Strengthening the pelvic floor muscles with Kegel exercises is a great way to do this In mild instances of uterine prolapse, this may be the only course of action required. Tighten your pelvic muscles as though you’re attempting to hold back pee while doing Kegel exercises. Relax your muscles after ten seconds of holding them tense. Do this ten times. These exercises may be done at any time and in any place (up to four times a day).
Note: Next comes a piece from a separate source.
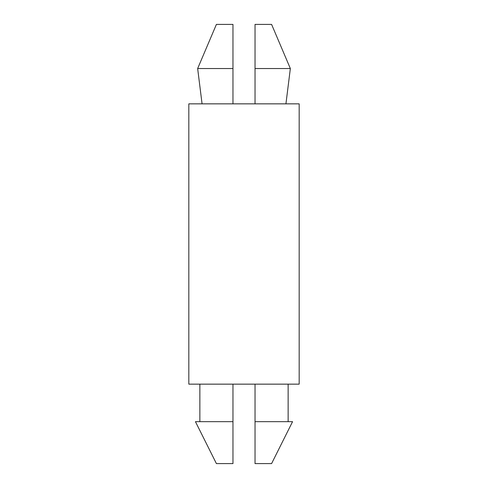<?xml version="1.0" encoding="UTF-8"?>
<svg xmlns="http://www.w3.org/2000/svg" width="488" height="488" viewBox="0 0 488 488"><rect width="100%" height="100%" fill="white"/><g stroke="black" fill="none" stroke-linecap="round" stroke-linejoin="round"><path stroke-width="0.73" d="M202.069 103.852L197.652 68.54L202.069 103.852M199.86 421.669L199.86 384.147L199.86 421.669M216.41 463.6L195.444 421.669L216.41 463.6L232.965 463.6L216.41 463.6M271.59 24.4L290.348 68.54L255.035 68.54L255.035 103.852L255.035 68.54L290.348 68.54L271.59 24.4L255.035 24.4L255.035 68.54L255.035 24.4L271.59 24.4M255.035 463.6L271.59 463.6L255.035 463.6L271.59 463.6L255.035 463.6L255.035 421.669L292.556 421.669L255.035 421.669L255.035 463.6M232.965 463.6L232.965 421.669L195.444 421.669L232.965 421.669L232.965 384.147L232.965 463.6M255.035 384.147L255.035 421.669L255.035 384.147M188.826 384.147L299.174 384.147L188.826 384.147L188.826 103.852L188.826 384.147M299.174 103.852L188.826 103.852L299.174 103.852L299.174 384.147M232.965 103.852L232.965 68.54L197.652 68.54L232.965 68.54L232.965 24.4L216.41 24.4L232.965 24.4L216.41 24.4L232.965 24.4L232.965 103.852M285.931 103.852L290.348 68.54M292.556 421.669L271.59 463.6M288.14 421.669L288.14 384.147M197.652 68.54L216.41 24.4"/></g></svg>

Pessary for the urethra: It is a doughnut-shaped device made of rubber or plastic that fits around or beneath the uterus (cervix). The uterus is supported and held in place by this device. An OB-GYN will fit the pessary and install it, which must be cleaned often and removed before to sexual intercourse.
Surgical options
Surgery to remove the uterus (hysterectomy) for prolapse may be used to treat this condition, as well. An incision in the vagina (for a vaginal hysterectomy) or the abdomen may be used to perform this surgery (abdominal hysterectomy). The uterus is removed during a hysterectomy, which is a severe procedure that eliminates the possibility of becoming pregnant.
When the uterus is returned to its natural position, this treatment is used to fix a prolapse without a hysterectomy being performed. By reattaching the pelvic ligaments to the lower region of the uterus, it is possible to perform uterine suspension. Surgery may be performed either via a patient’s vagina or through their abdominal.
An examination of the pelvis by the doctor will reveal whether the uterus has descended from its usual position. An examination of the vagina and the uterus is carried out using a speculum, a medical device that allows the doctor to view within the vagina. Your healthcare professional will examine your vagina for any signs of the uterus descending into the cervix.